§ ACTION ITEM:
Copy each record exactly as it reads, leaving out any pictures it holds.

§ Records from a dataset:
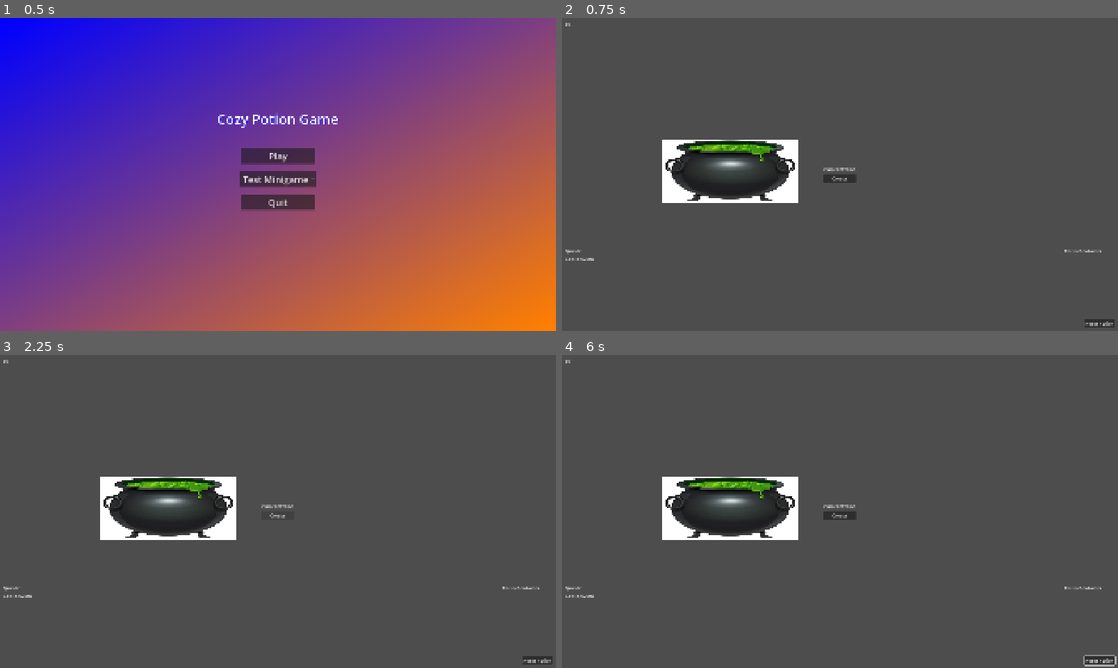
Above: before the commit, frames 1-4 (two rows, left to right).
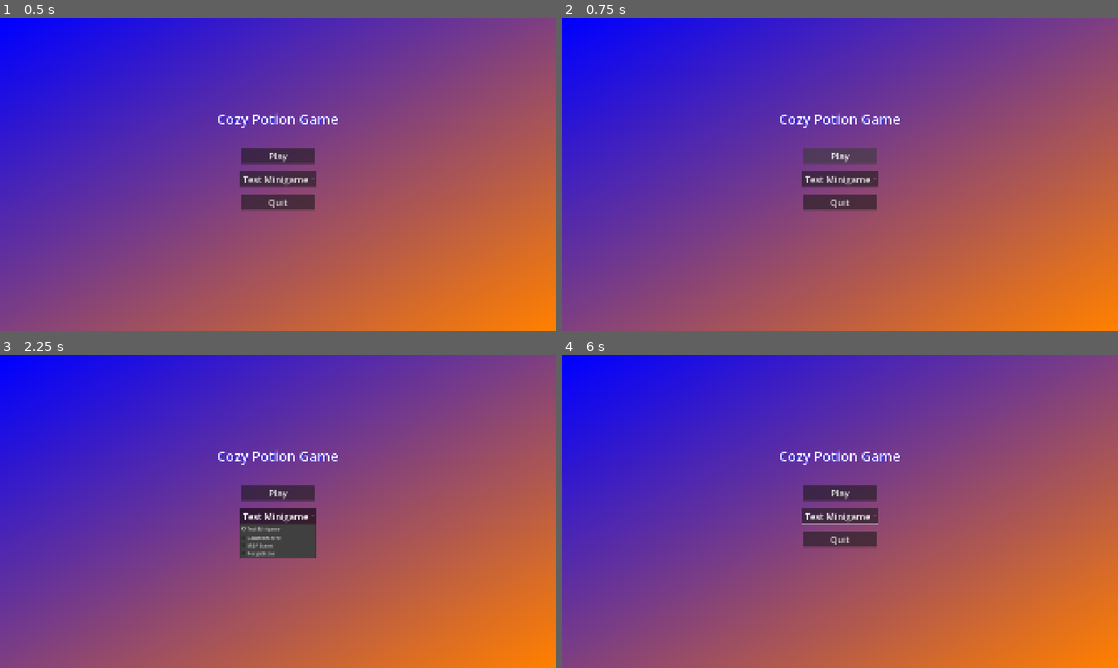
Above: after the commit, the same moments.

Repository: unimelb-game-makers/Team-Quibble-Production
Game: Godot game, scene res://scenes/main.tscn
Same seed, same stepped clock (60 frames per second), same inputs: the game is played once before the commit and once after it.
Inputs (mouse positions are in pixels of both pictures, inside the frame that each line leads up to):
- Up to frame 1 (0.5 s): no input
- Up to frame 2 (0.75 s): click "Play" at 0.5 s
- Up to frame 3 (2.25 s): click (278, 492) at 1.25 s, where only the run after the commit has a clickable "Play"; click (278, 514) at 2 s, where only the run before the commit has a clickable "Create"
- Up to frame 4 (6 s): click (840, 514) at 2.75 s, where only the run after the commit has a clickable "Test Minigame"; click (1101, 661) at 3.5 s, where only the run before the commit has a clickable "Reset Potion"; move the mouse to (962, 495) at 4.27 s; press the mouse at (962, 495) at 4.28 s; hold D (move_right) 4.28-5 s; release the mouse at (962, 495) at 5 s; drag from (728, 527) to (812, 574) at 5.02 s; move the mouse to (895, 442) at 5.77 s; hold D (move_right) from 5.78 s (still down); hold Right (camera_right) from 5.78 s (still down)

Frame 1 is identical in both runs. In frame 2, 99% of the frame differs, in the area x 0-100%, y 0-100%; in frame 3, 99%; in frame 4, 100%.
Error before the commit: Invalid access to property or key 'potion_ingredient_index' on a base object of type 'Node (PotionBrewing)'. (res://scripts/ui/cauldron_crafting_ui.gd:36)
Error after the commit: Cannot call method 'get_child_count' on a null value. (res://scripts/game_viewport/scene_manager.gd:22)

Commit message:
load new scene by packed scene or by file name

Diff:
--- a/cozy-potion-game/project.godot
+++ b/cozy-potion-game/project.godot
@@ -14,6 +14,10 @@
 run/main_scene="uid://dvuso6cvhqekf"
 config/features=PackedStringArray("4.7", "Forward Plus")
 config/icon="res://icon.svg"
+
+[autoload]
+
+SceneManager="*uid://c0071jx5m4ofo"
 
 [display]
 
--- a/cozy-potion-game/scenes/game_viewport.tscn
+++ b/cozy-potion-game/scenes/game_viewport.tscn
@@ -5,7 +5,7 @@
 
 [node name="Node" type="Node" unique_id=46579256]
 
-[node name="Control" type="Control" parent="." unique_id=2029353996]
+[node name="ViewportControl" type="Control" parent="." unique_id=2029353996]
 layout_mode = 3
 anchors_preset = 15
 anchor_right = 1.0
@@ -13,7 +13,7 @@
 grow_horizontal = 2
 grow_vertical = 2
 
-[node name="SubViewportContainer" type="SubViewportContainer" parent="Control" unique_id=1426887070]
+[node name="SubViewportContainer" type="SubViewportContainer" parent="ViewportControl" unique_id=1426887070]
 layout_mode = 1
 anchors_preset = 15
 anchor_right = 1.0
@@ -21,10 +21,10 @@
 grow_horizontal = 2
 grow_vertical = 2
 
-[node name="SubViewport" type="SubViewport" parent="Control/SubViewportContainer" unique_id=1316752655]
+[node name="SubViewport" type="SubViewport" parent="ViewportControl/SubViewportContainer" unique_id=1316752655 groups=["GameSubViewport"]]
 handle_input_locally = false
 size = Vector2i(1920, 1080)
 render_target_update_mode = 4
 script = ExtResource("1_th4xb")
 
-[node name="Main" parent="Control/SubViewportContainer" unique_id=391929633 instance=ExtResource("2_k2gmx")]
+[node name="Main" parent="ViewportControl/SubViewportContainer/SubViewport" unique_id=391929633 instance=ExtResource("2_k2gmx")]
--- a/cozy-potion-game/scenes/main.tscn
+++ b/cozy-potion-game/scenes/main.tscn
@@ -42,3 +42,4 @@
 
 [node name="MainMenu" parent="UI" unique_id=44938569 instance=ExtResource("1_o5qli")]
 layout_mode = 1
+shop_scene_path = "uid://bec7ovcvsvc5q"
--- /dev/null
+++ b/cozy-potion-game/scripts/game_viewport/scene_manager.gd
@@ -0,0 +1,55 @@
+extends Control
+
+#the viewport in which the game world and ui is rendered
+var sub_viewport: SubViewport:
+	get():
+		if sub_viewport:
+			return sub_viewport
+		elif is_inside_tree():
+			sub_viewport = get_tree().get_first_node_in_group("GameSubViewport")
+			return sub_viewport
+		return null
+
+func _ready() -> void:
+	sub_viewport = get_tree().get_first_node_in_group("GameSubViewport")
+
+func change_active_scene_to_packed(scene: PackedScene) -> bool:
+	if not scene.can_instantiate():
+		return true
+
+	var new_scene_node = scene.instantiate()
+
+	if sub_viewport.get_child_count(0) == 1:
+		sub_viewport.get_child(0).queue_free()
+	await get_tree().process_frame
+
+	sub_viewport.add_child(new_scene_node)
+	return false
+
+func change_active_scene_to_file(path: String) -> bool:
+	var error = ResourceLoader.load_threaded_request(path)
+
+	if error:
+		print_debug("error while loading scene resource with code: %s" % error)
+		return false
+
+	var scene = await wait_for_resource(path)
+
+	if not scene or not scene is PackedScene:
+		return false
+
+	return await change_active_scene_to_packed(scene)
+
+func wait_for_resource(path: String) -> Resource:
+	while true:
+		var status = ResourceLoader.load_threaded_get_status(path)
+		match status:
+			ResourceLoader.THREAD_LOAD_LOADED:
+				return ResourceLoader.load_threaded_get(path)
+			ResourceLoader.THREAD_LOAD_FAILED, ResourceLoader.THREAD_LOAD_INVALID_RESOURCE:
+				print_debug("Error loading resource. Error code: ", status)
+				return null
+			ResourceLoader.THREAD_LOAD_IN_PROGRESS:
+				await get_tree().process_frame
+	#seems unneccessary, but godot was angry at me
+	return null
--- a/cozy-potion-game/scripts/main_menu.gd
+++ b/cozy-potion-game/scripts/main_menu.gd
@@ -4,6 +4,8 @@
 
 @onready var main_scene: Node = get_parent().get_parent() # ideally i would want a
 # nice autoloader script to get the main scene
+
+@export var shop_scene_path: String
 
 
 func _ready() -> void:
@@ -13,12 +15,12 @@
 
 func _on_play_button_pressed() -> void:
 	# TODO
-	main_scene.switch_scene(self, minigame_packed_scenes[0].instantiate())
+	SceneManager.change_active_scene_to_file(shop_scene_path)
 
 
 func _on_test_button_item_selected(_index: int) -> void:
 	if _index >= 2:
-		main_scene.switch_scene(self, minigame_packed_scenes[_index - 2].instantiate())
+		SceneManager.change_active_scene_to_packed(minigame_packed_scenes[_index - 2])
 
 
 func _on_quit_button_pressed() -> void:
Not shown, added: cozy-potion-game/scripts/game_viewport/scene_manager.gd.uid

§ WRITTEN ANSWER:
Above: before the commit, frames 1-4 (two rows, left to right).
Above: after the commit, the same moments.

Repository: unimelb-game-makers/Team-Quibble-Production
Game: Godot game, scene res://scenes/main.tscn
Same seed, same stepped clock (60 frames per second), same inputs: the game is played once before the commit and once after it.
Inputs (mouse positions are in pixels of both pictures, inside the frame that each line leads up to):
- Up to frame 1 (0.5 s): no input
- Up to frame 2 (0.75 s): click "Play" at 0.5 s
- Up to frame 3 (2.25 s): click (278, 492) at 1.25 s, where only the run after the commit has a clickable "Play"; click (278, 514) at 2 s, where only the run before the commit has a clickable "Create"
- Up to frame 4 (6 s): click (840, 514) at 2.75 s, where only the run after the commit has a clickable "Test Minigame"; click (1101, 661) at 3.5 s, where only the run before the commit has a clickable "Reset Potion"; move the mouse to (962, 495) at 4.27 s; press the mouse at (962, 495) at 4.28 s; hold D (move_right) 4.28-5 s; release the mouse at (962, 495) at 5 s; drag from (728, 527) to (812, 574) at 5.02 s; move the mouse to (895, 442) at 5.77 s; hold D (move_right) from 5.78 s (still down); hold Right (camera_right) from 5.78 s (still down)

Frame 1 is identical in both runs. In frame 2, 99% of the frame differs, in the area x 0-100%, y 0-100%; in frame 3, 99%; in frame 4, 100%.
Error before the commit: Invalid access to property or key 'potion_ingredient_index' on a base object of type 'Node (PotionBrewing)'. (res://scripts/ui/cauldron_crafting_ui.gd:36)
Error after the commit: Cannot call method 'get_child_count' on a null value. (res://scripts/game_viewport/scene_manager.gd:22)

Commit message:
load new scene by packed scene or by file name

Diff:
--- a/cozy-potion-game/project.godot
+++ b/cozy-potion-game/project.godot
@@ -14,6 +14,10 @@
 run/main_scene="uid://dvuso6cvhqekf"
 config/features=PackedStringArray("4.7", "Forward Plus")
 config/icon="res://icon.svg"
+
+[autoload]
+
+SceneManager="*uid://c0071jx5m4ofo"
 
 [display]
 
--- a/cozy-potion-game/scenes/game_viewport.tscn
+++ b/cozy-potion-game/scenes/game_viewport.tscn
@@ -5,7 +5,7 @@
 
 [node name="Node" type="Node" unique_id=46579256]
 
-[node name="Control" type="Control" parent="." unique_id=2029353996]
+[node name="ViewportControl" type="Control" parent="." unique_id=2029353996]
 layout_mode = 3
 anchors_preset = 15
 anchor_right = 1.0
@@ -13,7 +13,7 @@
 grow_horizontal = 2
 grow_vertical = 2
 
-[node name="SubViewportContainer" type="SubViewportContainer" parent="Control" unique_id=1426887070]
+[node name="SubViewportContainer" type="SubViewportContainer" parent="ViewportControl" unique_id=1426887070]
 layout_mode = 1
 anchors_preset = 15
 anchor_right = 1.0
@@ -21,10 +21,10 @@
 grow_horizontal = 2
 grow_vertical = 2
 
-[node name="SubViewport" type="SubViewport" parent="Control/SubViewportContainer" unique_id=1316752655]
+[node name="SubViewport" type="SubViewport" parent="ViewportControl/SubViewportContainer" unique_id=1316752655 groups=["GameSubViewport"]]
 handle_input_locally = false
 size = Vector2i(1920, 1080)
 render_target_update_mode = 4
 script = ExtResource("1_th4xb")
 
-[node name="Main" parent="Control/SubViewportContainer" unique_id=391929633 instance=ExtResource("2_k2gmx")]
+[node name="Main" parent="ViewportControl/SubViewportContainer/SubViewport" unique_id=391929633 instance=ExtResource("2_k2gmx")]
--- a/cozy-potion-game/scenes/main.tscn
+++ b/cozy-potion-game/scenes/main.tscn
@@ -42,3 +42,4 @@
 
 [node name="MainMenu" parent="UI" unique_id=44938569 instance=ExtResource("1_o5qli")]
 layout_mode = 1
+shop_scene_path = "uid://bec7ovcvsvc5q"
--- /dev/null
+++ b/cozy-potion-game/scripts/game_viewport/scene_manager.gd
@@ -0,0 +1,55 @@
+extends Control
+
+#the viewport in which the game world and ui is rendered
+var sub_viewport: SubViewport:
+	get():
+		if sub_viewport:
+			return sub_viewport
+		elif is_inside_tree():
+			sub_viewport = get_tree().get_first_node_in_group("GameSubViewport")
+			return sub_viewport
+		return null
+
+func _ready() -> void:
+	sub_viewport = get_tree().get_first_node_in_group("GameSubViewport")
+
+func change_active_scene_to_packed(scene: PackedScene) -> bool:
+	if not scene.can_instantiate():
+		return true
+
+	var new_scene_node = scene.instantiate()
+
+	if sub_viewport.get_child_count(0) == 1:
+		sub_viewport.get_child(0).queue_free()
+	await get_tree().process_frame
+
+	sub_viewport.add_child(new_scene_node)
+	return false
+
+func change_active_scene_to_file(path: String) -> bool:
+	var error = ResourceLoader.load_threaded_request(path)
+
+	if error:
+		print_debug("error while loading scene resource with code: %s" % error)
+		return false
+
+	var scene = await wait_for_resource(path)
+
+	if not scene or not scene is PackedScene:
+		return false
+
+	return await change_active_scene_to_packed(scene)
+
+func wait_for_resource(path: String) -> Resource:
+	while true:
+		var status = ResourceLoader.load_threaded_get_status(path)
+		match status:
+			ResourceLoader.THREAD_LOAD_LOADED:
+				return ResourceLoader.load_threaded_get(path)
+			ResourceLoader.THREAD_LOAD_FAILED, ResourceLoader.THREAD_LOAD_INVALID_RESOURCE:
+				print_debug("Error loading resource. Error code: ", status)
+				return null
+			ResourceLoader.THREAD_LOAD_IN_PROGRESS:
+				await get_tree().process_frame
+	#seems unneccessary, but godot was angry at me
+	return null
--- a/cozy-potion-game/scripts/main_menu.gd
+++ b/cozy-potion-game/scripts/main_menu.gd
@@ -4,6 +4,8 @@
 
 @onready var main_scene: Node = get_parent().get_parent() # ideally i would want a
 # nice autoloader script to get the main scene
+
+@export var shop_scene_path: String
 
 
 func _ready() -> void:
@@ -13,12 +15,12 @@
 
 func _on_play_button_pressed() -> void:
 	# TODO
-	main_scene.switch_scene(self, minigame_packed_scenes[0].instantiate())
+	SceneManager.change_active_scene_to_file(shop_scene_path)
 
 
 func _on_test_button_item_selected(_index: int) -> void:
 	if _index >= 2:
-		main_scene.switch_scene(self, minigame_packed_scenes[_index - 2].instantiate())
+		SceneManager.change_active_scene_to_packed(minigame_packed_scenes[_index - 2])
 
 
 func _on_quit_button_pressed() -> void:
Not shown, added: cozy-potion-game/scripts/game_viewport/scene_manager.gd.uid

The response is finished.